We have looked at large gaps between primes but what about small gaps. Except for the first two prime numbers (2,3) the smallest gap that could occur is 2. When this occurs we say we have twin primes. One of the biggest unsolved problems in mathematics is: are there infinitley many twin primes? Let's see if this is true for the Cramer process. Let E(n) be the event that n and n + 2 are random primes. Then P(E(n)) = 1/log(n)log(n+2). The events E(n) are independent and the sum of their probabilities diverges. Thus by the Borel-Cantelli lemma with probability one infinitely many of the events E(n) will occur and we will have infinitely many twin random primes. We might wonder why such a simple proof does not work for the real primes. To see why we introduce another technique introduced by Eratosthenes of Cyrene (275-194 BC) and now called the Eratoshenes Sieve.
The Eratoshenes Sieve is a technique to determine pi(n), the number of primes less than or equal to n. There are several applets to demonstrate how it works. We illustrate how it works for n = 200 using an applet that you can find here.
We start with a table of the integers from 1 to 200.
We then proceed to "sieve out" all the numbers divisible the first prime number 2.
Next we sieve out from the red numbers those divisible by 3 obtaining:
Now we sieve out the red numbers divisible by 5:
Finally we sieve out the red numbers divisible by 7 leaving us with only primes.
Here is a probability derivation of the prime number theorem suggested by this sieving process. Assume that we choose a number at random from 1 to n. Then the probability that it is divisible by k is approximately 1/k and that it is not divisible by k is 1- 1/k. Thus the probability that X is prime is the probability that it is not divisible by any prime not greater than the square roos of n. Assuming that the events of being divisible by two different primes are independent we can write the probability that X is prime as:
(1-1/2)(1-1/3)(1-1/5) ... (1-1/p)
where p is the largest prime not greater than the square root of n.
But Mertens showed that this over all primes no greater than n is asymptotically
e^-gamma/log(n)
where gamma is Euler's constant. series. Thus, by Merten's theorem,
the product over all primes no greater than the square root of n would be asymptotically
e^-gamma/log(sqr(n)) = 2e^-gamma/log(n) = 1.2292.../log(n).
and so we would have proved that the probability that X is prime is asymptotically 1.2992../log(n) contridicting the prime number theorem which states that this probability is 1/sqr(n).

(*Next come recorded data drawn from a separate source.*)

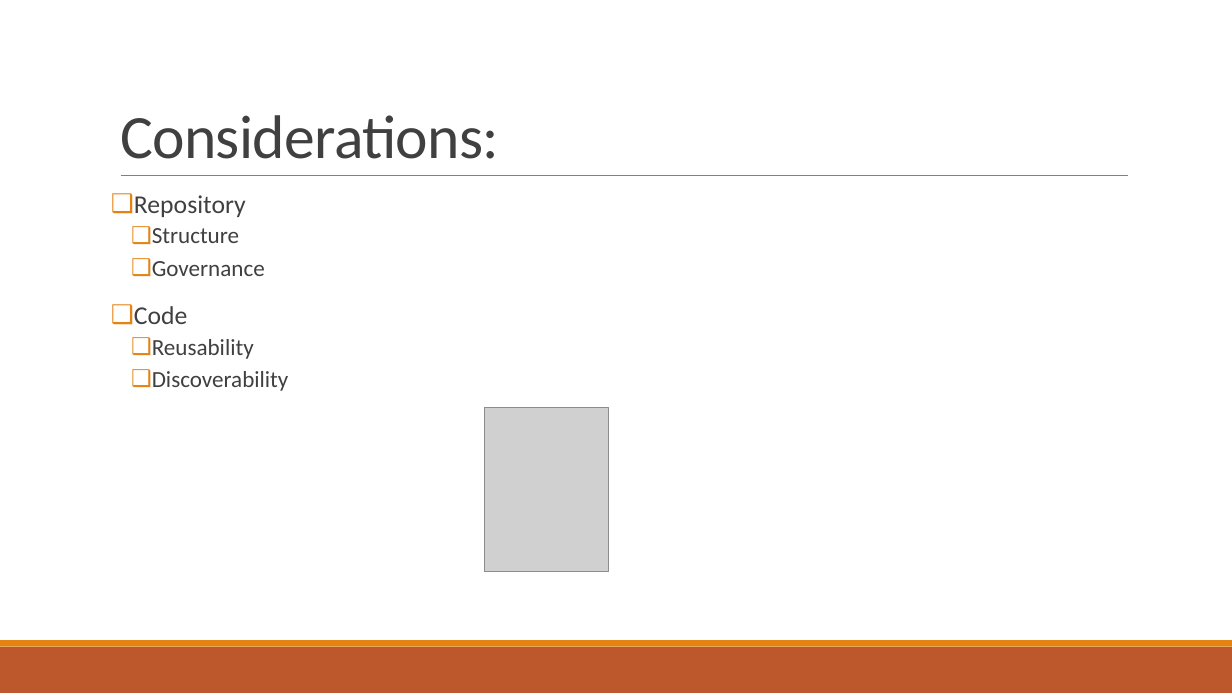
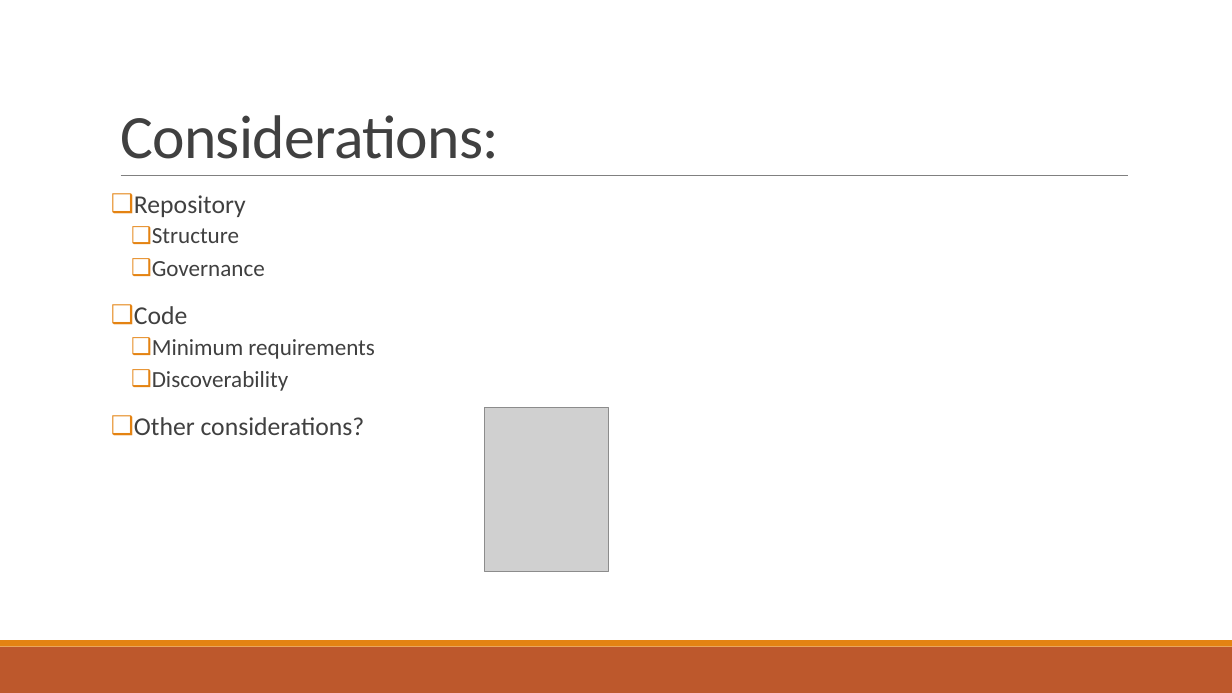
Before and after one commit to vanderbi/codeLibrary, a slide deck: slide 4 of Building an Information Management Code Library.pptx. Drawn at 1232x693 pixels with LibreOffice and Linux fonts; fonts in the diff are those of the drawing; grey boxes stand for pictures; background and template pictures are left out. Boxes give left, top, right and bottom in pixels: in the first picture for what was removed or moved away, otherwise in the second. Text is boxed around its words. In the diff, an @@ line names an element or a change of style, - is before the commit and + after.

```diff
--- a/Building an Information Management Code Library.pptx
+++ b/Building an Information Management Code Library.pptx
@@ text at (152,339,375,359): text changed @@
-  ❑ Reusability
+  ❑ Minimum requirements
@@ text at (134,417,365,435): paragraph added @@
+❑ Other considerations?
```
Also in this commit, not shown: 4 other slides changed.

But the probability that X is prime is also the proportion of numbers no greater than n that are prime. By the prime number theorem we know that this is asymptotically 1/log(n). What is wrong with our argument? There are two things wrong. Consider our example of n = 200. The number divisible by 2 is 100 so the probability that our random number is not divisible by 2 is 1/2. However, the number divisible by 3 is floor(200/3) = 66 so the proportion divisible of 3 is 66/200 = .33. Thus the probability that X is not divisible by 3 is .66 rather than 2/3 as in the product. The second problem is that these events are not independent so we cannot simply multiply the probabilities. Here is are the probabilities that X is prime computed by our product compared with the true probability obtained by counting the number of prime numbers no greater than n.
The Eratoshenes Sieve suggested to David Hawkins a chance process that would generate random primes that might have properties closer to the prime numbers than did Cramer's random primes. He defines his process by a probability sieve. Start with the integers beginning with 2:
2,3,4,5,6,7,8,9,10,11,12,13,14,15,16,17,18,19,20,21,22,23,...
Now throw out each number with probability 1/2. This might give us
2,4,5,7,10,11,13,14,17,18,19,23,...
Then start with the second number, in this case 4, and throw out each larger number in the sequence with probability 1/4 leaving for example,
2,4,10,14,17,18,23,...
Then start with the third number 10 and throw out each larger number in the sequence with probability 1/10. Continue in this way to obtain a sequence of random primes.
Of course, it is easy to simulate random primes. Here are the primes less than 1000 in one such simulation:
2 4 6 12 16 19 26 28 30 34 37 41 43 44 52 57 60 61 68 70 75 81 83 88 89 91 94 100 103 105 107 111 117 130 131 134 135 137 146 152 157 163 172 173 174 175 176 193 198 205 208 211 215 218 222 223 228 241 256 257 263 269 271 287 290 291 298 302 313 322 324 352 358 377 380 382 384 389 398 412 420 429 431 433 435 444 451 474 485 492 495 497 500 529 546 562 564 568 571 583 599 602 603 610 625 626 629 640 644 661 663 669 681 693 699 706 709 719 733 738 742 752 767 782 792 802 810 814 839 840 861 869 894 905 907 910 911 912 919 923 924 927 938 940 962 966 970 981 982
Hawkins and others proved a number of theorems similar to theorems for prime numbers. For these theorems we think of a random sequence of numbers that have been selected by Hawkins method as the random primes. His method determines a probability measure on the space of all sequences and we say that a theorem related to a specific sequence or random primes is true with probability 1 if it holds for almost all sequences using this probability measure.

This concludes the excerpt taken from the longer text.